Task instructions:
When a line in the data below includes "added", pick it out and copy it.

***** Supplied records *****

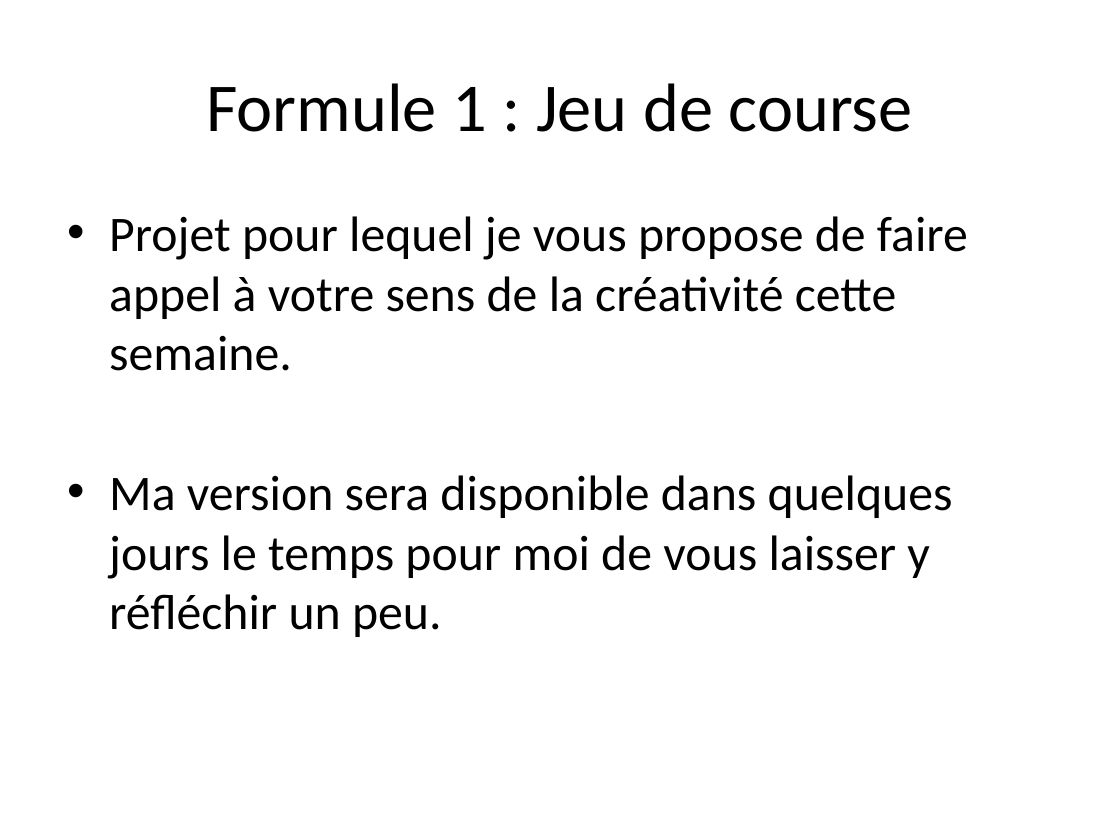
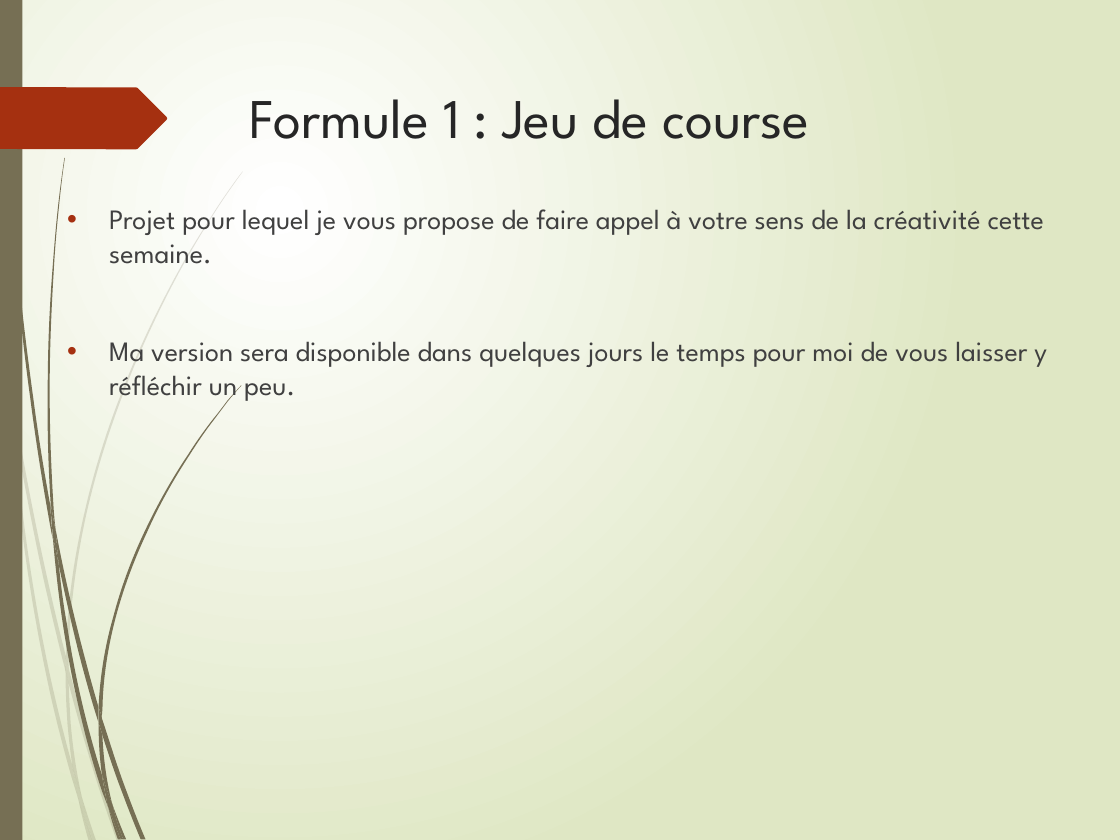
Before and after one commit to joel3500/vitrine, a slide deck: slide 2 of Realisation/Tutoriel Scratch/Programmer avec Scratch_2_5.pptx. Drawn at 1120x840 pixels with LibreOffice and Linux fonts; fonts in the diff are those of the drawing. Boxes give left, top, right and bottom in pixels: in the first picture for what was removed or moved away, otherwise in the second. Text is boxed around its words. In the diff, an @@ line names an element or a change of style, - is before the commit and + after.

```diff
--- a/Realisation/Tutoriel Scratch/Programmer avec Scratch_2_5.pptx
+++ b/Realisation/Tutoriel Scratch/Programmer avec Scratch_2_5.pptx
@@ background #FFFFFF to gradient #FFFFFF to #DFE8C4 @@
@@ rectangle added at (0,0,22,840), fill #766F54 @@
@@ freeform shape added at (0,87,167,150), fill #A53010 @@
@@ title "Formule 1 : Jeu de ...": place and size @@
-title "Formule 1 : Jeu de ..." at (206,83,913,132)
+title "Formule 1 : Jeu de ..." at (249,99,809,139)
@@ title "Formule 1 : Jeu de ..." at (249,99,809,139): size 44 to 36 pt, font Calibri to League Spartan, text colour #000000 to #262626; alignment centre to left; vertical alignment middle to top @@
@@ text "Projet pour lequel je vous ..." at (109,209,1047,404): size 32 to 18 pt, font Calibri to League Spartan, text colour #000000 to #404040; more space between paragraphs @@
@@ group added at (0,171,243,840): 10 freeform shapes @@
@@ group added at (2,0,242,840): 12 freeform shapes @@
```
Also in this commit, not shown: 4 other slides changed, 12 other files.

*****

Answer for the task:
@@ rectangle added at (0,0,22,840), fill #766F54 @@
@@ freeform shape added at (0,87,167,150), fill #A53010 @@
@@ group added at (0,171,243,840): 10 freeform shapes @@
@@ group added at (2,0,242,840): 12 freeform shapes @@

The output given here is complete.